Eine kleine aber vielleicht durchaus wichtige Information noch als Ergänzung. 
Ich nutze in meinem System zwei HDDs. Einmal eine 4TB WD Blue und eine alte 2TB HDD.
Beide HDDs habe ich einfach aus dem alten PC übernommen und speichere auf der 4TB HDD 
meine Windows Standard Ordner wie Dokumente, Bilder, Videos, Downloads & Musik.

Als weitere Ergänzung noch, Cold War ist auf der SSD installiert, hat allerdings den "player" Ordner auf der 4TB HDD.

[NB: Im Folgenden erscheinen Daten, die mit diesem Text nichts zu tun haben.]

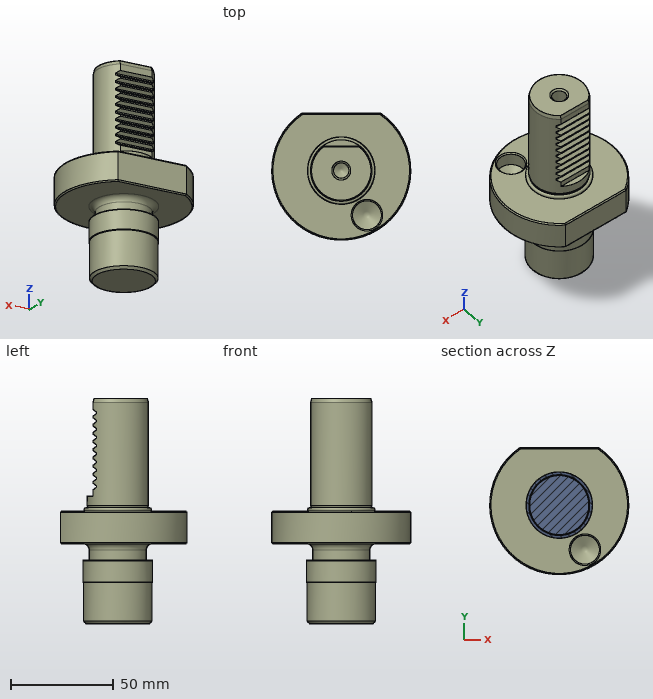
import cadquery as cq
import math

shank_top = 55.0
shank_bottom = 2.6
flange_thickness = 16.0
fillet_bottom = -19.0
collar_top = -24.0
collar_bottom = -34.9
spigot_bottom = -55.0

shank_diameter = 30.0
shank_radius = shank_diameter / 2
undercut_radius = 14.5
flange_radius = 34.0
neck_radius = 14.0
collar_radius = 17.0
spigot_diameter = 33.5
spigot_radius = spigot_diameter / 2

shank_lead_height = 2.0
shank_lead_width = 0.5
flange_chamfer = 0.7
collar_chamfer_height = 0.3
collar_chamfer_width = 0.16
spigot_chamfer = 1.3

flange_flat_y = 28.0
rack_flat_y = 12.1
rack_flat_bottom = 7.4

groove_count = 10
highest_groove_z = 48.0
lowest_groove_z = 12.0
groove_pitch = (highest_groove_z - lowest_groove_z) / (groove_count - 1)
groove_depth = 1.6
groove_mouth_width = 3.3
groove_root_width = 0.7

drill_point_angle = 118.0
centre_hole_radius = 3.7
centre_hole_depth = 16.5
centre_hole_chamfer = 0.9
side_hole_x = 12.5
side_hole_y = -21.8
side_hole_radius = 7.0
side_hole_depth = 7.7
side_hole_chamfer = 0.7

ring_section_radius = 1.0
ring_centre_z = 0.7
ring_centre_radius = undercut_radius + ring_section_radius
undercut_bottom = ring_centre_z + ring_section_radius

cutter_size = 4 * flange_radius


def turned_blank():
    """Shank, neck, collar and spigot turned about Z, with a plain core where the flange joins."""
    fillet_radius = -flange_thickness - fillet_bottom
    fillet_run = fillet_radius * (1 - math.sqrt(0.5))
    return (
        cq.Workplane("XZ")
        .moveTo(0, shank_top)
        .lineTo(shank_radius - shank_lead_width, shank_top)
        .lineTo(shank_radius, shank_top - shank_lead_height)
        .lineTo(shank_radius, shank_bottom)
        .lineTo(undercut_radius, undercut_bottom)
        .lineTo(undercut_radius, -flange_chamfer)
        .lineTo(neck_radius + fillet_radius, -flange_chamfer)
        .lineTo(neck_radius + fillet_radius, -flange_thickness)
        .threePointArc(
            (neck_radius + fillet_run, -flange_thickness - fillet_run),
            (neck_radius, fillet_bottom),
        )
        .lineTo(neck_radius, collar_top)
        .lineTo(collar_radius - collar_chamfer_width, collar_top)
        .lineTo(collar_radius, collar_top - collar_chamfer_height)
        .lineTo(collar_radius, collar_bottom + collar_chamfer_height)
        .lineTo(collar_radius - collar_chamfer_width, collar_bottom)
        .lineTo(spigot_radius, collar_bottom)
        .lineTo(spigot_radius, spigot_bottom + spigot_chamfer)
        .lineTo(spigot_radius - spigot_chamfer, spigot_bottom)
        .lineTo(0, spigot_bottom)
        .close()
        .revolve(360, (0, 0, 0), (0, 1, 0))
    )


def flange():
    """Round disc with one flat side, chamfered all round at both faces."""
    disc = cq.Workplane("XY").circle(flange_radius).extrude(-flange_thickness)
    beyond_flat = (
        cq.Workplane("XY")
        .box(cutter_size, cutter_size, cutter_size)
        .translate((0, flange_flat_y + cutter_size / 2, 0))
    )
    return disc.cut(beyond_flat).faces("|Z").edges().chamfer(flange_chamfer)


def across_x(outline):
    """Block with the given (Y, Z) outline, running right across the shank along X."""
    return cq.Workplane("YZ").polyline(outline).close().extrude(shank_radius, both=True)


def rack_flat():
    """Material removed for the shank flat, including the sloped lead-in at its top."""
    return across_x([
        (rack_flat_y, rack_flat_bottom),
        (rack_flat_y, shank_top - shank_lead_height),
        (rack_flat_y - shank_lead_width, shank_top),
        (2 * shank_radius, shank_top),
        (2 * shank_radius, rack_flat_bottom),
    ])


def rack_groove(centre_z):
    """One V-groove with a narrow flat root."""
    root_y = rack_flat_y - groove_depth
    return across_x([
        (rack_flat_y, centre_z + groove_mouth_width / 2),
        (root_y, centre_z + groove_root_width / 2),
        (root_y, centre_z - groove_root_width / 2),
        (rack_flat_y, centre_z - groove_mouth_width / 2),
    ])


def drilled_hole(x, y, top_z, radius, depth, chamfer):
    """Blind hole with a chamfered mouth and a drill-point bottom."""
    point_height = radius / math.tan(math.radians(drill_point_angle / 2))
    return (
        cq.Workplane("XZ")
        .moveTo(0, 0)
        .lineTo(radius + chamfer, 0)
        .lineTo(radius, -chamfer)
        .lineTo(radius, -depth)
        .lineTo(0, -depth - point_height)
        .close()
        .revolve(360, (0, 0, 0), (0, 1, 0))
        .translate((x, y, top_z))
    )


def make_sealing_ring():
    """Ring of round section, seated in the flange face around the undercut."""
    return (
        cq.Workplane("XZ")
        .center(ring_centre_radius, ring_centre_z)
        .circle(ring_section_radius)
        .revolve(360, (-ring_centre_radius, 0, 0), (-ring_centre_radius, 1, 0))
    )


def make_holder(ring):
    """Toolholder body, with a seat that matches the sealing ring."""
    body = turned_blank().union(flange())
    body = body.cut(rack_flat())
    for index in range(groove_count):
        body = body.cut(rack_groove(highest_groove_z - index * groove_pitch))
    body = body.cut(drilled_hole(
        0, 0, shank_top, centre_hole_radius, centre_hole_depth, centre_hole_chamfer))
    body = body.cut(drilled_hole(
        side_hole_x, side_hole_y, 0, side_hole_radius, side_hole_depth, side_hole_chamfer))
    return body.cut(ring).solids()


sealing_ring = make_sealing_ring()
holder = make_holder(sealing_ring)

result = cq.Compound.makeCompound([holder.val(), sealing_ring.val()])
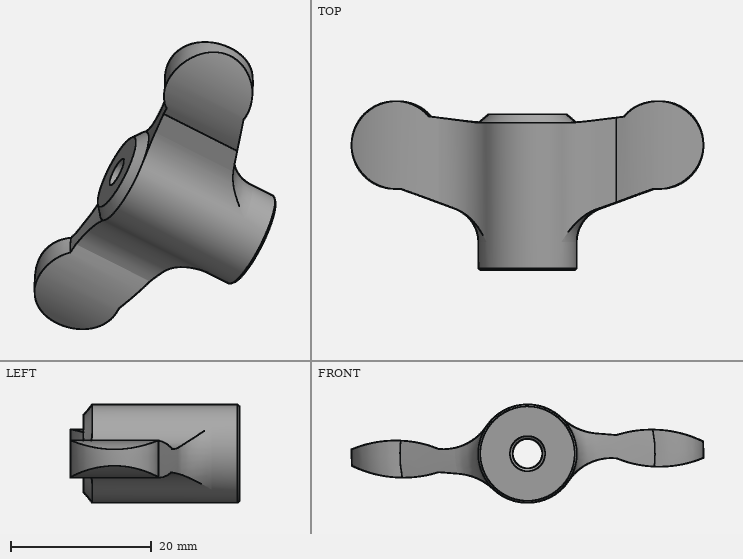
import cadquery as cq
import math

hub_radius = 7.0
hub_length = 22.15
back_chamfer_length = 1.25
back_face_radius = 5.5
front_chamfer = 0.3
bore_radius = 4.15 / 2
bore_mouth_radius = 2.5
hub_shoulder_y = hub_length - back_chamfer_length

span = 50.0
depth = 24.0
lobe_radius = 6.25
lobe_x = span / 2 - lobe_radius
lobe_y = depth - lobe_radius
back_edge_x = 14.0
back_edge_y = lobe_y + math.sqrt(lobe_radius**2 - (lobe_x - back_edge_x) ** 2)
front_edge_x = 18.1
front_edge_y = lobe_y - math.sqrt(lobe_radius**2 - (lobe_x - front_edge_x) ** 2)
front_edge_angle = math.radians(20)
root_radius = 5.0
root_end_x = hub_radius + root_radius * (1 - math.sin(front_edge_angle))
root_end_y = front_edge_y - (front_edge_x - root_end_x) * math.tan(front_edge_angle)
root_start_y = root_end_y - root_radius * math.cos(front_edge_angle)

upper_tangent_angle = math.radians(46.7)
lower_tangent_angle = math.radians(-33.9)
upper_fillet_end = (9.55, 2.9)
upper_neck = (12.6, 2.65)
upper_crest = (18.0, 3.425)
upper_tip = (span / 2, 1.7)
lower_tip = (span / 2, -0.6)
lower_crest = (18.75, -1.875)
lower_neck = (12.6, -0.675)


def hub_point(angle):
    return (hub_radius * math.cos(angle), hub_radius * math.sin(angle))


def hub_tangent(angle):
    """Clockwise tangent direction of the hub circle."""
    return cq.Vector(math.sin(angle), -math.cos(angle), 0)


def make_hub():
    half_section = [
        (0, 0),
        (hub_radius - front_chamfer, 0),
        (hub_radius, front_chamfer),
        (hub_radius, hub_shoulder_y),
        (back_face_radius, hub_length),
        (0, hub_length),
    ]
    return cq.Workplane("XY").polyline(half_section).close().revolve(360, (0, 0), (0, 1))


def make_bore():
    mouth_depth = bore_mouth_radius - bore_radius
    half_section = [
        (0, 0),
        (bore_mouth_radius, 0),
        (bore_radius, mouth_depth),
        (bore_radius, hub_length),
        (0, hub_length),
    ]
    return cq.Workplane("XY").polyline(half_section).close().revolve(360, (0, 0), (0, 1))


def make_wing():
    root_mid_angle = (math.pi + math.pi / 2 + front_edge_angle) / 2
    root_mid = (
        hub_radius + root_radius * (1 + math.cos(root_mid_angle)),
        root_start_y + root_radius * math.sin(root_mid_angle),
    )
    outline = (
        cq.Workplane("XY")
        .moveTo(0, root_start_y)
        .lineTo(hub_radius, root_start_y)
        .threePointArc(root_mid, (root_end_x, root_end_y))
        .lineTo(front_edge_x, front_edge_y)
        .threePointArc((lobe_x + lobe_radius, lobe_y), (back_edge_x, back_edge_y))
        .lineTo(hub_radius, hub_shoulder_y)
        .lineTo(0, hub_shoulder_y)
        .close()
        .revolve(360, (0, 0), (0, 1))
    )

    upper_start = hub_point(upper_tangent_angle)
    lower_end = hub_point(lower_tangent_angle)
    upper_fillet = cq.Edge.makeTangentArc(
        cq.Vector(*upper_start), hub_tangent(upper_tangent_angle), cq.Vector(*upper_fillet_end)
    )
    lower_fillet = cq.Edge.makeTangentArc(
        cq.Vector(*lower_end), hub_tangent(lower_tangent_angle) * -1, cq.Vector(*lower_neck)
    )
    upper_mid = upper_fillet.positionAt(0.5).toTuple()[:2]
    lower_mid = lower_fillet.positionAt(0.5).toTuple()[:2]
    thickness = (
        cq.Workplane("XZ")
        .lineTo(*upper_start)
        .threePointArc(upper_mid, upper_fillet_end)
        .lineTo(*upper_neck)
        .threePointArc(upper_crest, upper_tip)
        .lineTo(*lower_tip)
        .threePointArc(lower_crest, lower_neck)
        .threePointArc(lower_mid, lower_end)
        .close()
        .extrude(-depth)
    )
    return outline.intersect(thickness)


wing = make_wing()
opposite_wing = wing.rotate((0, 0, 0), (0, 1, 0), 180)
result = make_hub().union(wing).union(opposite_wing).cut(make_bore())

Seit *Anfang diesen Jahres (1.-3. Januar)* habe ich mit *Spielabstürzen* zu kämpfen. 
Dabei taucht immer wieder der gleiche Fehlercode auf: 0xC0000005 (0x0) N




			Dieser Inhalt steht nur eingeloggten Mitgliedern zur Verfügung.
        



Folgende Maßnahmen um das Problem in den Griff zu bekommen, habe ich bereits durchgeführt:

- BIOS Update gemacht auf Vers. 3003
- Ich habe den "player" Ordner unter den Dokumenten gelöscht
- Ich habe Grafikkartentreiber sowie sämtliche weitere Treiber neu installiert (Chipsatz, LAN, SSD, Audio, USB)
- Ich habe mein DOCP (Ram-Overclocking) deaktiviert bzw. auf automatisch gestellt
- Ich habe einen cleanen Systemstart durchgeführt mittels "msconfig" (Alle Dienste deaktiviert außer Grafikkarten- und Audiodienste)
- Ich habe Battle.NET mehrfach "Scannen und Reparieren" lassen
- Ich habe sogar einmal Windows 10 Pro neu aufgesetzt
- alle möglichen Windows 10 Updates durchgeführt
- sfc scannow durchgeführt, Fehler wurde gefunden und wurde behoben




			Dieser Inhalt steht nur eingeloggten Mitgliedern zur Verfügung.
        



*Alle diese durchgeführten Maßnahmen änderten absolut nichts an meinem Problem. *
Cold War stürzt weiterhin ab!!!


Ich bin komplett am verzweifeln... bitte helft mir, weil das macht mich wirklich fertig, wenn ich es nicht schaffe ein Problem zu lösen!!

Vielen lieben Dank im Voraus für alle Antworten!!

Solltet Ihr weitere Infos brauchen, dann nur raus damit!


----------



## wuselsurfer (15. Januar 2021)

Rengob schrieb:


> Ich nutze in meinem System zwei HDDs. Einmal eine 4TB WD Blue und eine alte 2TB HDD.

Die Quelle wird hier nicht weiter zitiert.